# Who all being hit?



## goat^farmer (Dec 28, 2005)

How many of ye bee keepers been hit by the disappearing bees? I sure hope they found out what is happen to them soon or we all will be in trouble. Ceratin parts of va is beign hit already.


----------



## ChickenMom (Sep 27, 2005)

We are in Louisiana and we got hit.


----------



## suburbanite (Jul 27, 2006)

Chickenmom did you report it to those folk tracking the bees this year? (the link is somewhere on this forum...)?

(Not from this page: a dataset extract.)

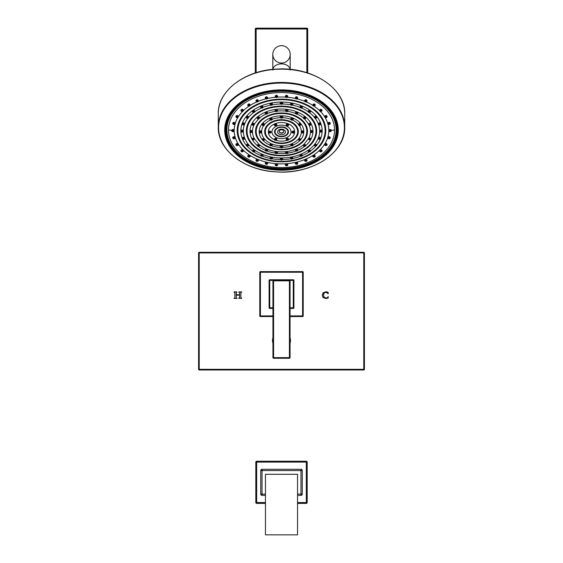 <?xml version="1.0" encoding="UTF-8"?>
<svg xmlns="http://www.w3.org/2000/svg" width="563" height="563" viewBox="0 0 563 563"><rect width="100%" height="100%" fill="white"/><g stroke="black" fill="none" stroke-linecap="round" stroke-linejoin="round"><path stroke-width="0.84" d="M239.606 294.738L236.136 294.738L236.256 292.464L237.023 291.986L234.166 291.852L234.884 293.337L234.884 296.975L234.736 297.933L233.997 298.362L237.023 298.348L236.326 297.933L236.136 295.188L239.606 295.188L239.472 297.918L238.719 298.348L241.59 298.46L240.858 297.363L240.858 293.337L240.964 292.471L241.745 291.916L238.719 292L239.493 292.464L239.606 294.738M327.905 293.654L328.299 293.555L328.046 292.211L326.005 291.768L323.19 292.76L322.156 295.202L323.176 297.595L325.956 298.538L328.201 298.024L328.194 296.624L327.335 297.771L326.139 298.087L324.189 297.194L323.472 295.111L324.161 293.063L325.9 292.225L327.736 293.323M364.416 369.335L363.775 369.335L363.775 252.935L199.225 252.935L199.225 369.335L363.775 369.335L363.775 369.982A0.64 0.64 0 0 0 364.416 369.335L364.416 252.935A0.64 0.64 0 0 0 363.775 252.294L199.225 252.294A0.64 0.64 0 0 0 198.584 252.935L198.584 369.335A0.64 0.64 0 0 0 199.225 369.982L363.775 369.982M198.584 369.335L199.225 369.335L199.225 369.982M363.775 252.294L363.775 252.935L364.416 252.935M198.584 252.935L199.225 252.935L199.225 252.294M239.493 292.464L239.606 293.337L239.493 292.464L239.606 293.337L239.493 292.464L239.606 293.337L239.493 292.464L238.881 292.239L239.535 292.57M240.288 291.901L241.084 291.88M240.858 293.295L240.964 292.471L241.618 292.239M240.858 293.337L240.922 292.591M236.256 292.464L236.868 292.239L236.256 292.464M236.369 291.88L234.715 291.88M234.088 292.239L234.792 292.619M234.736 292.493L234.884 293.337M236.411 298.432L234.975 298.425M236.903 298.066L236.326 297.933M239.606 296.975L239.472 297.918L238.846 298.066L239.472 297.918M240.366 298.404L241.112 298.432M241.626 298.066L240.858 297.363M325.829 292.225L327.187 292.654M325.9 292.225L326.99 292.521M323.507 294.604L323.591 294.16M323.732 293.766L323.922 293.4M323.929 296.821L323.732 296.434M323.591 296.025L323.5 295.589M328.025 296.947L327.335 297.771L325.9 298.08M324.647 297.637L324.189 297.194M327.56 297.595L326.139 298.087M328.123 292.345L328.299 293.548M290.058 316.547L302.577 316.547A0.64 0.64 0 0 0 303.218 315.906L303.218 272.253A0.64 0.64 0 0 0 302.577 271.612L260.423 271.612A0.64 0.64 0 0 0 259.782 272.253L259.782 315.906A0.64 0.64 0 0 0 260.423 316.547L272.942 316.547M290.058 315.906L302.577 315.906L302.577 272.253L260.423 272.253L260.423 271.612M260.423 316.547L260.423 272.253L259.782 272.253M303.218 272.253L302.577 272.253L302.577 271.612M302.577 316.547L302.577 315.906L303.218 315.906M272.942 315.906L259.782 315.906M293.267 279.748A0.64 0.64 0 0 1 293.914 280.388L293.267 280.388L293.267 279.748L269.733 279.748L269.733 280.388L269.086 280.388L269.086 307.778L272.942 307.778M293.914 307.778A0.64 0.64 0 0 1 293.267 308.418L293.267 307.778L293.914 307.778L293.914 280.388M273.104 280.388L269.733 280.388L269.733 308.418L272.942 308.418M290.058 308.418L293.267 308.418M269.733 308.418A0.64 0.64 0 0 1 269.086 307.778M269.086 280.388A0.64 0.64 0 0 1 269.733 279.748M272.942 294.681L272.942 293.358M272.942 280.817L272.942 357.632A0.64 0.64 0 0 0 273.583 358.272L289.417 358.272A0.64 0.64 0 0 0 290.058 357.632L290.058 280.817A0.64 0.64 0 0 0 289.417 280.17L273.583 280.17A0.64 0.64 0 0 0 272.942 280.817L273.583 280.817L273.583 280.17M290.058 293.485L290.058 294.808M273.583 358.272L273.583 357.632L289.417 357.632L289.417 358.272M289.417 280.17L289.417 280.817L273.583 280.817L273.583 357.632L272.942 357.632M290.058 357.632L289.417 357.632L289.417 280.817L290.058 280.817M272.942 337.772A8.987 8.987 0 0 0 272.942 343.254M290.058 343.254A8.987 8.987 0 0 0 290.058 337.772M297.546 494.089L300.973 494.089L300.973 470.548L262.027 470.548L262.027 469.268A1.281 1.281 0 0 0 260.746 470.548L260.746 494.089A1.281 1.281 0 0 0 262.027 495.37L265.454 495.37M297.546 495.37L300.973 495.37L300.973 494.089L302.254 494.089L302.254 470.548L300.973 470.548L300.973 469.268L262.027 469.268M302.254 470.548A1.281 1.281 0 0 0 300.973 469.268M297.546 502.541L306.321 502.541L306.321 462.096L256.679 462.096L256.679 461.245A0.859 0.859 0 0 0 255.82 462.096L255.82 502.541A0.859 0.859 0 0 0 256.679 503.392L265.454 503.392M297.546 503.392L306.321 503.392L306.321 502.541L307.18 502.541L307.18 462.096L306.321 462.096L306.321 461.245L256.679 461.245M255.82 502.541L256.679 502.541L256.679 462.096L255.82 462.096M265.454 502.541L256.679 502.541L256.679 503.392M306.321 503.392A0.859 0.859 0 0 0 307.18 502.541M307.18 462.096A0.859 0.859 0 0 0 306.321 461.245M260.746 494.089L262.027 494.089L262.027 470.548L260.746 470.548M265.454 494.089L262.027 494.089L262.027 495.37M300.973 495.37A1.281 1.281 0 0 0 302.254 494.089M297.546 474.292L265.454 474.292L265.454 534.85L297.546 534.85L297.546 474.292M287.96 131.805A6.46 4.567 180 0 0 281.5 127.231A6.46 4.567 180 0 0 275.04 131.805A6.46 4.567 180 0 0 281.5 136.373A6.46 4.567 180 0 0 287.96 131.805M270.958 132.009L270.972 131.883C270.198 130.736 269.374 130.722 268.488 131.841L268.502 131.974M294.498 131.974L294.512 131.841C293.626 130.722 292.802 130.736 292.028 131.883L292.042 132.009M288.615 124.775L288.629 124.641C287.756 123.501 286.926 123.508 286.145 124.662L286.159 124.796M276.841 124.796L276.855 124.662C276.074 123.508 275.244 123.501 274.371 124.641L274.385 124.775M288.615 139.188L288.629 139.054C287.742 137.949 286.919 137.956 286.145 139.075L286.159 139.202M276.841 139.202L276.855 139.075C276.081 137.956 275.258 137.949 274.371 139.054L274.385 139.188M293.802 132.481A0.535 0.38 180 0 0 292.732 132.481A0.535 0.38 0 0 0 293.802 132.481M293.795 132.418A2.111 1.492 0 0 1 292.739 132.418M300.895 124.346L300.909 124.212C300.044 123.072 299.206 123.093 298.418 124.275L298.432 124.409M303.71 131.756L303.724 131.622C303.168 130.623 302.373 130.525 301.339 131.32L301.226 131.693M261.774 131.693L261.661 131.32C260.627 130.525 259.832 130.623 259.276 131.622L259.29 131.756M264.568 124.409L264.582 124.275C263.794 123.093 262.956 123.072 262.091 124.212L262.105 124.346M282.732 116.963L282.746 116.83C281.915 115.64 281.085 115.64 280.254 116.83L280.268 116.963M272.26 118.835L272.028 119.356L272.26 118.835C271.457 117.646 270.627 117.632 269.761 118.8L269.776 118.934M262.091 124.282L262.147 124.775C262.942 125.894 263.737 125.894 264.533 124.775A1.196 0.844 180 0 0 264.54 124.712A1.196 0.844 180 0 0 263.336 123.86A1.196 0.844 180 0 0 262.14 124.712A1.196 0.844 180 0 0 262.147 124.775A1.196 0.844 180 0 0 263.336 125.556A1.196 0.844 180 0 0 264.533 124.775L264.582 124.275M298.418 124.275L298.467 124.775A1.196 0.844 180 0 0 299.664 125.556A1.196 0.844 180 0 0 300.853 124.775A1.196 0.844 180 0 0 300.86 124.712A1.196 0.844 180 0 0 299.664 123.86A1.196 0.844 180 0 0 298.46 124.712A1.196 0.844 180 0 0 298.467 124.775C299.263 125.894 300.058 125.894 300.853 124.775L300.909 124.282M293.224 118.934L293.239 118.8C292.373 117.632 291.543 117.646 290.74 118.835L290.972 119.356L290.74 118.835M282.035 117.505A0.535 0.38 180 0 0 280.965 117.505A0.535 0.38 0 0 0 282.035 117.505M282.028 117.442A2.111 1.492 0 0 1 280.972 117.442M271.549 119.49A0.535 0.38 180 0 0 270.479 119.49A0.535 0.38 0 0 0 271.549 119.49M271.542 119.426A2.111 1.492 0 0 1 270.486 119.426M263.871 124.916A0.535 0.38 180 0 0 262.801 124.916A0.535 0.38 0 0 0 263.871 124.916M264.575 139.23L264.061 138.385L262.105 139.167M272.246 144.642L271.134 143.649L269.776 144.607M282.739 146.612L282.021 145.718L280.979 145.718L280.261 146.612M293.224 144.607L291.866 143.649L290.754 144.642M300.895 139.167L298.939 138.385L298.425 139.23M303.007 132.333A0.535 0.38 180 0 0 301.937 132.333A0.535 0.38 0 0 0 303.007 132.333M303 132.27A2.111 1.492 0 0 1 301.944 132.27M300.199 139.744A0.535 0.38 180 0 0 299.129 139.744A0.535 0.38 0 0 0 300.199 139.744M292.521 145.177A0.535 0.38 180 0 0 291.451 145.177A0.535 0.38 0 0 0 292.521 145.177M282.035 147.161A0.535 0.38 180 0 0 280.965 147.161A0.535 0.38 0 0 0 282.035 147.161M271.549 145.177A0.535 0.38 180 0 0 270.479 145.177A0.535 0.38 0 0 0 271.549 145.177M263.871 139.744A0.535 0.38 180 0 0 262.801 139.744A0.535 0.38 0 0 0 263.871 139.744M304.569 118.955L308.608 124.085C309.418 122.903 310.248 122.868 311.1 123.994L311.086 124.127M312.901 131.418L312.915 131.285C312.303 130.271 311.501 130.208 310.494 131.109L310.431 131.39M252.569 131.39L252.506 131.109C251.499 130.208 250.697 130.271 250.085 131.285L250.099 131.418M251.914 124.127L251.9 123.994C252.752 122.868 253.582 122.903 254.392 124.085L258.431 118.955M287.967 110.454L287.982 110.32C287.151 109.123 286.321 109.131 285.497 110.334L285.511 110.475M277.489 110.475L277.503 110.334C276.679 109.131 275.856 109.123 275.018 110.32L275.033 110.454M267.657 112.889L267.341 113.487L267.657 112.889C266.848 111.678 266.017 111.664 265.166 112.832L265.187 112.973M259.627 117.66L259.627 117.66C258.825 116.464 257.995 116.435 257.143 117.583L257.157 117.723M305.843 117.723L305.857 117.583C305.005 116.435 304.182 116.464 303.373 117.66L303.373 117.66M297.813 112.973L297.834 112.832C296.983 111.664 296.152 111.678 295.343 112.889L295.659 113.487L295.343 112.889M287.271 110.946A0.535 0.38 180 0 0 286.201 110.946A0.535 0.38 0 0 0 287.271 110.946M287.264 110.883A2.111 1.492 0 0 1 286.215 110.883M276.799 110.946A0.535 0.38 180 0 0 275.729 110.946A0.535 0.38 0 0 0 276.799 110.946M276.785 110.883A2.111 1.492 0 0 1 275.736 110.883M266.946 113.48A0.535 0.38 180 0 0 265.877 113.48A0.535 0.38 0 0 0 266.946 113.48M266.939 113.416A2.111 1.492 0 0 1 265.891 113.416M258.924 118.244A0.535 0.38 180 0 0 257.854 118.244A0.535 0.38 0 0 0 258.924 118.244M258.917 118.174A2.111 1.492 0 0 1 257.861 118.174M253.681 124.655A0.535 0.38 180 0 0 252.611 124.655A0.535 0.38 0 0 0 253.681 124.655M254.377 138.794L254.117 138.139L251.914 138.716M259.613 145.212L254.392 138.681M259.036 144.353L257.157 145.141M267.643 149.962L266.665 149.005L265.18 149.913M277.489 152.482L276.848 151.623L276.081 151.531L275.033 152.46M287.967 152.46L286.919 151.531L286.152 151.623L285.511 152.482M297.82 149.913L296.335 149.005L295.357 149.962M305.843 145.141L303.964 144.353L303.387 145.212M311.086 138.716L308.883 138.139L303.964 144.353M312.205 131.953A0.535 0.38 180 0 0 311.135 131.953A0.535 0.38 0 0 0 312.205 131.953M312.198 131.89A2.111 1.492 0 0 1 311.142 131.89M310.389 139.251A0.535 0.38 180 0 0 309.319 139.251A0.535 0.38 0 0 0 310.389 139.251M310.375 139.188A2.111 1.492 0 0 1 309.326 139.188M305.146 145.669A0.535 0.38 180 0 0 304.076 145.669A0.535 0.38 0 0 0 305.146 145.669M297.123 150.434A0.535 0.38 180 0 0 296.054 150.434A0.535 0.38 0 0 0 297.123 150.434M287.271 152.967A0.535 0.38 180 0 0 286.201 152.967A0.535 0.38 0 0 0 287.271 152.967M276.799 152.967A0.535 0.38 180 0 0 275.729 152.967A0.535 0.38 0 0 0 276.799 152.967M266.946 150.434A0.535 0.38 180 0 0 265.877 150.434A0.535 0.38 0 0 0 266.946 150.434M258.924 145.669A0.535 0.38 180 0 0 257.854 145.669A0.535 0.38 0 0 0 258.924 145.669M253.681 139.251A0.535 0.38 180 0 0 252.611 139.251A0.535 0.38 0 0 0 253.681 139.251M320.762 123.769L320.776 123.635C319.932 122.523 319.108 122.565 318.299 123.761L318.405 124.12M322.106 130.968L322.12 130.834C321.396 129.786 320.572 129.786 319.657 130.827L319.636 130.968M243.364 130.968L243.343 130.827C242.428 129.786 241.604 129.786 240.88 130.834L240.894 130.968M244.595 124.12L244.701 123.761C243.892 122.565 243.068 122.523 242.224 123.635L242.238 123.769M292.915 104.134L292.929 103.993C292.098 102.79 291.268 102.797 290.452 104.028L290.466 104.169M282.725 103.205L282.739 103.064C281.915 101.84 281.085 101.84 280.261 103.064L280.275 103.205M272.534 104.169L272.548 104.028C271.732 102.797 270.902 102.79 270.071 103.993L270.085 104.134M263.034 106.963L263.048 106.822C262.238 105.598 261.415 105.577 260.57 106.759L260.585 106.9M254.898 111.263L254.659 111.791L254.898 111.263C254.089 110.038 253.259 110.01 252.414 111.171L252.428 111.305M248.635 117.041L248.635 117.041C247.833 115.83 247.002 115.788 246.158 116.928L246.172 117.062M247.868 118.223A38.157 26.982 0 0 0 244.694 123.853L244.701 123.761M318.299 123.761L318.306 123.853A38.157 26.982 0 0 0 315.132 118.223M316.828 117.062L316.842 116.928C315.998 115.788 315.174 115.83 314.365 117.041L314.365 117.041M310.572 111.305L310.586 111.171C309.741 110.01 308.918 110.038 308.102 111.263L308.341 111.791L308.102 111.263M302.415 106.9L302.43 106.759C301.592 105.57 300.762 105.598 299.952 106.822L299.966 106.963M292.225 104.612A0.535 0.38 180 0 0 291.155 104.612A0.535 0.38 0 0 0 292.225 104.612M292.218 104.542A2.111 1.492 0 0 1 291.162 104.542M282.035 103.662A0.535 0.38 180 0 0 280.965 103.662A0.535 0.38 0 0 0 282.035 103.662M282.028 103.599A2.111 1.492 0 0 1 280.972 103.599M271.845 104.612A0.535 0.38 180 0 0 270.775 104.612A0.535 0.38 0 0 0 271.845 104.612M271.838 104.542A2.111 1.492 0 0 1 270.782 104.542M262.351 107.392A0.535 0.38 180 0 0 261.281 107.392A0.535 0.38 0 0 0 262.351 107.392M262.344 107.329A2.111 1.492 0 0 1 261.288 107.329M254.194 111.812A0.535 0.38 180 0 0 253.125 111.812A0.535 0.38 0 0 0 254.194 111.812M254.187 111.748A2.111 1.492 0 0 1 253.132 111.748M247.938 117.583A0.535 0.38 180 0 0 246.868 117.583A0.535 0.38 0 0 0 247.938 117.583M244.004 124.296A0.535 0.38 180 0 0 242.934 124.296A0.535 0.38 0 0 0 244.004 124.296M244.687 138.301L244.595 137.815C243.554 137.013 242.766 137.09 242.224 138.041L242.238 138.174M248.621 145.008L248.36 144.339L246.172 144.895M254.884 150.757L254.385 149.948L252.428 150.666M263.041 155.17L262.252 154.262L260.585 155.099M272.534 157.936L271.436 156.993L270.078 157.9M282.725 158.865L281.697 157.95L280.275 158.865M292.922 157.9L291.564 156.993L290.466 157.936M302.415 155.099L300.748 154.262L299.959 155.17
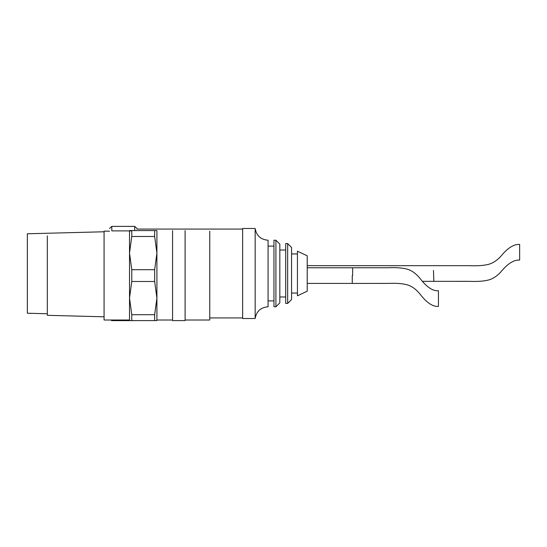 <?xml version="1.0" encoding="UTF-8"?>
<svg xmlns="http://www.w3.org/2000/svg" width="547" height="547" viewBox="0 0 547 547"><rect width="100%" height="100%" fill="white"/><g stroke="black" fill="none" stroke-linecap="round" stroke-linejoin="round"><path stroke-width="0.82" d="M307.223 255.805L307.223 291.195L297.438 295.811L297.438 251.189L307.223 255.805M287.654 243.572L291.565 247.49L291.565 299.51L287.654 303.428L285.691 303.428L285.691 243.572L287.654 243.572L287.654 303.428M275.907 240.229L279.825 244.14L279.825 302.86L275.907 306.771L273.951 306.771L273.951 240.229L275.907 240.229L275.907 306.771M273.951 246.102L268.078 246.102L268.078 300.898L273.951 300.898M255.162 228.489C256.461 235.709 260.769 239.62 268.078 240.229L268.078 306.771C260.769 307.38 256.461 311.291 255.162 318.511L242.636 318.511L242.636 228.489L255.162 228.489L255.162 318.511M422.503 281.329L433.846 281.329L433.477 270.492M433.846 281.329L468.984 281.343C476.731 281.637 482.803 281.288 487.199 280.303C492.211 279.332 496.915 276.365 501.312 271.401C507.131 264.358 513.544 259.579 519.65 260.105L519.65 244.447C513.544 243.921 507.131 248.7 501.312 255.75C496.915 260.707 492.211 263.675 487.199 264.645C482.803 265.63 476.731 265.979 468.984 265.685L307.223 265.671M104.074 231.771L27.35 233.774L27.35 313.226L47.316 313.746M110.863 320.016L111.807 320.624L134.692 320.624M109.55 228.489L111.807 226.376L134.692 226.376L136.948 228.489M134.692 226.376L134.692 230.574M111.807 226.376L111.807 230.896L131.772 230.896M109.55 231.162L104.074 231.162L104.074 320.016L129.516 320.016M209.754 231.162L209.754 320.016L185.098 320.016M185.098 230.574L185.098 320.604L172.572 320.604L172.572 230.574M352.254 275.599L352.63 275.592L352.254 275.599L352.254 283.435L352.254 275.599M352.63 275.592L352.63 267.763L307.223 267.763M352.254 283.435L387.768 283.408C395.515 283.086 401.587 283.462 405.977 284.529C410.995 285.582 415.699 288.795 420.089 294.163C425.908 301.794 432.328 306.963 438.434 306.395L438.434 290.737C432.328 291.305 425.908 286.136 420.089 278.505C415.699 273.138 410.995 269.924 405.977 268.871C401.587 267.804 395.515 267.428 387.768 267.75L352.63 267.763M47.316 235.866L47.316 315.311L104.074 316.802M129.516 230.574L156.914 230.574L156.914 320.604L129.516 320.604L129.516 298.094L131.772 314.703L154.651 314.703L154.651 320.604M129.516 230.896L129.516 253.083L131.772 269.692L154.651 269.692L156.914 253.083L154.651 236.475L131.772 236.475L129.516 253.083L129.516 298.094L131.772 281.493L154.651 281.493L154.651 269.692M131.772 230.574L131.772 236.475M154.651 230.574L154.651 236.475M154.651 314.703L156.914 298.094L154.651 281.493M131.772 269.692L131.772 281.493M131.772 314.703L131.772 320.604M242.636 229.07L136.948 229.07M242.636 317.93L209.754 317.93M297.438 253.931L291.565 253.931M297.438 293.069L291.565 293.069M285.691 250.013L279.825 250.013M285.691 296.987L279.825 296.987M172.572 320.016L156.914 320.016M307.223 283.421L352.254 283.421"/></g></svg>

Were your bees near cell phone towers and do you think that hypothesis for colony collapse has any legs?


----------



## turtlehead (Jul 22, 2005)

We are going to get our first bees in a couple of weeks but we've been reading and talking to some local folks. Lots of folks in WV were hit. Some lost 75% of their hives.

We live far enough from any cell towers that we don't get cellphone reception at the house, and I've seen "wild" honeybees (or maybe a neighbor has some hives) in the yard this year.


----------



## alleyyooper (Apr 22, 2005)

:dance: I was talking on my cell phone Tuesday while I was in the bee yard.  I got over ran with bees asking if I was talking to Dave in his Clear Lake yard. I said yes I was talking to Dave but didn't know what yard he was in. All the bees demanded phone time with Daves bees. I'll never use the phone in a bee yard again. Didn't think the girls would ever stop gabbing    .
 Some thing about females and phones I guess.

 Al


----------



## OkieDavid (Jan 15, 2007)

By golly Alley.....................You may have hit on it!!! All the scientists are working too hard finding the link between magnetic fields, radiation and all that junk. The fact is we know the hives are losing workers, workers are girls, it's simply the girls chasing every cell phone that drives by wanting to talk on the phone- before you know it they are out in the boonies and we all know about the female sense of direction............

David


----------



## ChickenMom (Sep 27, 2005)

DH does the bees, I don't know if it was reported anywhere. 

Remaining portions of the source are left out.